Overview The mathematics of probability underlies a variety of other topics in social science research, including sampling in survey research, significance testing, and maximum likelihood estimation methods.

Contents Key concepts and terms Counting Probability Bibliography




Key Concepts and Terms

1. COUNTING

   • Permutations are how many ways a given number of things can be sequenced. The standard notation is that _nP_n is the permutations (sequences) of all n things in a set of n things; _nP_r is the permutations on n things taken r at a time. The relevant formulas are below:
     _nP_n = n!

     _nP_r = n!/(n - r)!

     where ! is the factorial operation (n! = 1*2*3*...*n). For example, the number of permutations of 4 things taken 3 at a time is 4!/(4-3)! = 24/1 = 24. Thus for items, A, B, C, and D, the 24 permutations are:
     ABC, ACB, ADB, ABD, ADC, ACD
     BAC, BCA, BDA, BAD, BCD, BDC
     CAB, CBA, CBD, CDB, CAD, CDA
     DAC, DCA, DAB, DBA, DBC, DCB
     We could use permutation, for instance, in a study of the effects of ballot order of candidates, when 4 candidates from a possible 10 are to be listed -- we would find there are 5,040 permuations of 10 candidates taken 4 at a time.
     

   • Combinations refer to how many subsets can be derived from a given set, regardless of permutation sequence. For instance, ABC, ACB, BCA, BAC, CAB, and CBA are 6 permutations but only 1 combination. The relevant counting formulas are below:
     _nC_n = 1

     _nC_r = n!/(n - r)!r!

     By cancellation, n things combined 2 at a time = _nC₂ = n!/(n - 2)!2! = (n*(n-1))/2

     For example, the number of combinations of 4 things taken 3 at a time is 4!/[(4-3)!3!] = 24/(1*6) = 4. The 4 combinations of A, B, C, and D are:
     A, B, and C in any order
     A, B, and D in any order
     A, C, and D in any order
     B, C, and D in any order

   • Permutations and Combinations of Sets Not All Different. The foregoing formulas assumed that we were dealing with a set of n things, each of which was different from the other. But what if we have a set of, say, individuals, some of whom are Republicans and some Democrats, and we are interested in permutations by party, not individual? The relevant formulas are below:
     _nC_{n1, n2, ..., nk} = 1

     _nP_{n1, n2, ..., nk} = n!/n1!n2!...nk!

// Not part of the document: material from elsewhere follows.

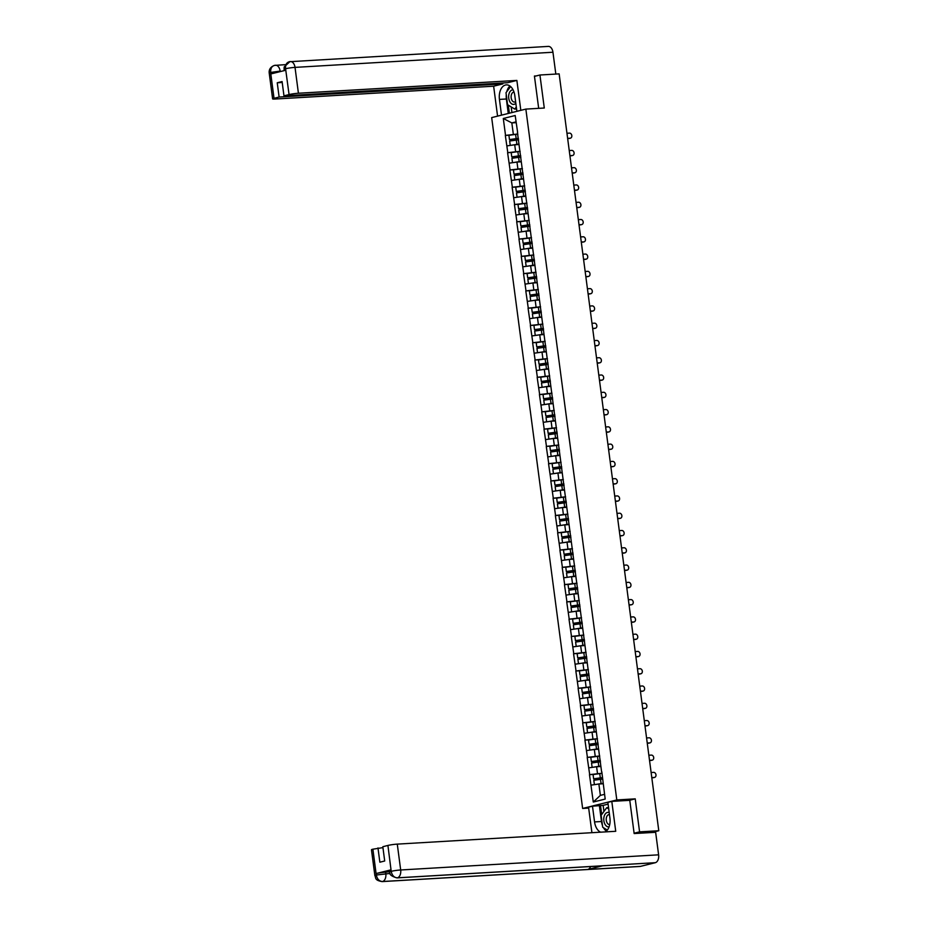 <?xml version="1.0" encoding="UTF-8"?>
<svg xmlns="http://www.w3.org/2000/svg" width="928" height="928" viewBox="0 0 928 928"><rect width="100%" height="100%" fill="white"/><g stroke="black" fill="none" stroke-linecap="round" stroke-linejoin="round"><path stroke-width="1.39" d="M588.677 808.091L582.633 808.45L491.678 117.601L525.851 109.098L616.807 799.948L582.633 808.45M603.177 783.766L598.873 784.021L600.37 795.377L593.294 802.024L605.184 799.066L601.808 771.794M593.294 802.024L589.477 774.66L594.372 774.37M601.994 773.233L589.477 774.66M589.686 774.613L587.204 757.387L592.087 757.097M599.72 755.96L587.204 757.387M587.412 757.329L584.93 740.103L589.814 739.825M597.446 738.688L584.93 740.103M585.139 740.057L582.656 722.831L587.54 722.541M595.173 721.404L582.656 722.831M582.865 722.784L580.383 705.558L585.266 705.268M592.899 704.132L580.383 705.558M580.592 705.5L578.109 688.274L582.993 687.996M590.626 686.859L578.109 688.274M578.306 688.228L575.836 671.002L580.719 670.712M588.352 669.575L575.836 671.002M576.033 670.956L573.562 653.73L578.446 653.44M586.078 652.303L573.562 653.73M573.759 653.672L571.288 636.446L576.172 636.156M583.805 635.019L571.288 636.446M571.486 636.399L569.003 619.173L573.898 618.883M581.531 617.746L569.003 619.173M569.212 619.115L566.73 601.889L571.625 601.611M579.258 600.474L566.73 601.889M566.938 601.843L564.456 584.617L569.351 584.327M576.984 583.19L564.456 584.617M564.665 584.57L562.182 567.344L567.078 567.054M574.699 565.918L562.182 567.344M562.391 567.286L559.909 550.06L564.804 549.782M572.425 548.645L559.909 550.06M560.118 550.014L557.635 532.788L562.519 532.498M570.152 531.361L557.635 532.788M557.844 532.742L555.362 515.516L560.245 515.226M567.878 514.089L555.362 515.516M555.57 515.458L553.088 498.232L557.972 497.942M565.604 496.805L553.088 498.232M553.297 498.185L550.814 480.959L555.698 480.669M563.331 479.532L550.814 480.959M551.023 480.901L548.541 463.675L553.424 463.397M561.057 462.26L548.541 463.675M548.738 463.629L546.267 446.403L551.151 446.113M558.784 444.976L546.267 446.403M546.464 446.356L543.994 429.13L548.877 428.84M556.51 427.704L543.994 429.13M544.191 429.072L541.72 411.846L546.604 411.568M554.236 410.431L541.72 411.846M541.917 411.8L539.435 394.574L544.33 394.284M551.963 393.147L539.435 394.574M539.644 394.528L537.161 377.302L542.056 377.012M549.689 375.875L537.161 377.302M537.37 377.244L534.888 360.018L539.783 359.739M547.404 358.591L534.888 360.018M535.096 359.971L532.614 342.745L537.509 342.455M545.13 341.318L532.614 342.745M532.823 342.687L530.34 325.473L535.224 325.183M542.857 324.046L530.34 325.473M530.549 325.415L528.067 308.189L532.95 307.899M540.583 306.762L528.067 308.189M528.276 308.142L525.793 290.916L530.677 290.626M538.31 289.49L525.793 290.916M526.002 290.858L523.52 273.632L528.403 273.354M536.036 272.217L523.52 273.632M523.728 273.586L521.246 256.36L526.13 256.07M533.762 254.933L521.246 256.36M521.443 256.314L518.972 239.088L523.856 238.798M531.489 237.661L518.972 239.088M519.17 239.03L516.699 221.804L521.582 221.525M529.215 220.388L516.699 221.804M516.896 221.757L514.425 204.531L519.309 204.241M526.942 203.104L514.425 204.531M514.622 204.485L512.14 187.259L517.035 186.969M524.668 185.832L512.14 187.259M512.349 187.201L509.866 169.975L514.762 169.685M522.394 168.548L509.866 169.975M510.075 169.928L507.593 152.702L512.488 152.412M520.121 151.276L507.593 152.702M507.802 152.644L505.319 135.418L510.214 135.14M517.836 134.003L505.319 135.418M505.528 135.372L503.301 118.482L515.191 115.524L517.65 132.553M601.576 771.655L517.418 132.414M600.903 766.493L596.6 766.748L597.493 773.5M596.6 766.748L588.793 767.85M598.63 749.221L594.326 749.464L595.219 756.227M594.326 749.464L586.519 750.578M596.344 731.937L592.052 732.192L592.934 738.943M592.052 732.192L584.246 733.306M594.071 714.664L589.779 714.92L590.66 721.671M589.779 714.92L581.972 716.022M591.797 697.392L587.505 697.636L588.387 704.398M587.505 697.636L579.698 698.749M589.524 680.108L585.232 680.363L586.113 687.114M585.232 680.363L577.425 681.477M587.25 662.836L582.946 663.091L583.84 669.842M582.946 663.091L575.151 664.193M584.976 645.552L580.673 645.807L581.566 652.57M580.673 645.807L572.878 646.92M582.703 628.279L578.399 628.534L579.292 635.286M578.399 628.534L570.604 629.636M580.429 611.007L576.126 611.25L577.019 618.013M576.126 611.25L568.319 612.364M578.156 593.723L573.852 593.978L574.745 600.741M573.852 593.978L566.045 595.092M575.882 576.45L571.578 576.706L572.472 583.457M571.578 576.706L563.772 577.808M573.608 559.178L569.305 559.422L570.198 566.184M569.305 559.422L561.498 560.535M571.335 541.894L567.031 542.149L567.924 548.9M567.031 542.149L559.224 543.263M569.05 524.622L564.758 524.877L565.651 531.628M564.758 524.877L556.951 525.979M566.776 507.349L562.484 507.593L563.366 514.356M562.484 507.593L554.677 508.706M564.502 490.065L560.21 490.32L561.092 497.072M560.21 490.32L552.404 491.422M562.229 472.793L557.937 473.048L558.818 479.799M557.937 473.048L550.13 474.15M559.955 455.509L555.663 455.764L556.545 462.527M555.663 455.764L547.856 456.878M557.682 438.236L553.378 438.492L554.271 445.243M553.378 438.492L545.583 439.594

     If we are going go seat all n individuals at a speaker's table and don't care about sequence, there is still only 1 combination of n people taken n at a time. However, if we do care about sequence (permutation), we need to know how many seating arrangements by party affiliation there are of, say, 4 people, 2 of them Republicans and 2 Democrats: ₄P_{2, 2} = 4!/(2!2!) = 24/(2*2) = 6. The six seating sequences are:
     RRDD
     RDRD
     RDDR
     DDRR
     DRDR
     DRRD

     
     

   • Permutations with Recurrences are sometimes needed, as when figuring out how many phone numbers exist in a 7-digit code which, of course, allows any given numeral to recur. The relevant formula is:
     _nP_r = n^r

     Thus, for 10 numerals taken 7 at a time there are 10⁷ = 10 million permutations.

     
     

   • Number of Combinations of Any Size. Sometimes we want to know the number of combinations of any size, as when we might want to know for 6 people, how many committees we could form (that is, of size 6 or size 5 or size 4, etc., down to committess on 1. The relevant formula is:
     _nC_{0, 1,...,n} = 2ⁿ - 1

     The "-1" in the formula above subtracts out the null combination of 0 members. Thus, excluding the null committe, for six people there could be 2⁶ - 1 = 63 possible combinations for committees of any size from 1 to 6.

   
   
   

2. PROBABILITY
   • Notation for probability. Below is a common way by which researchers refer to various types of probability.

     Probability Terms
     P(A)	The probability from 0 to 1.0 that A will occur
     P(AB)	The probability of A or B occurring
     P(AB)	The probability of A and B both occurring.
     P(A|B)	The probability of A occuring, given that B has occurred (conditional probability)

     
     

   • Independent and dependent events. Two events are independent if any given outcome for the first event does not affect the probabilities of any outcome for the second event. Coin tosses are independent events. Two events are dependent if the outcome of the first does affect the second. For instance, the chances of being picked at random to be on a committee is a dependent event because each pick eliminates one person from the pool, changing the probability of being selected for everyone else on the succeeding pick.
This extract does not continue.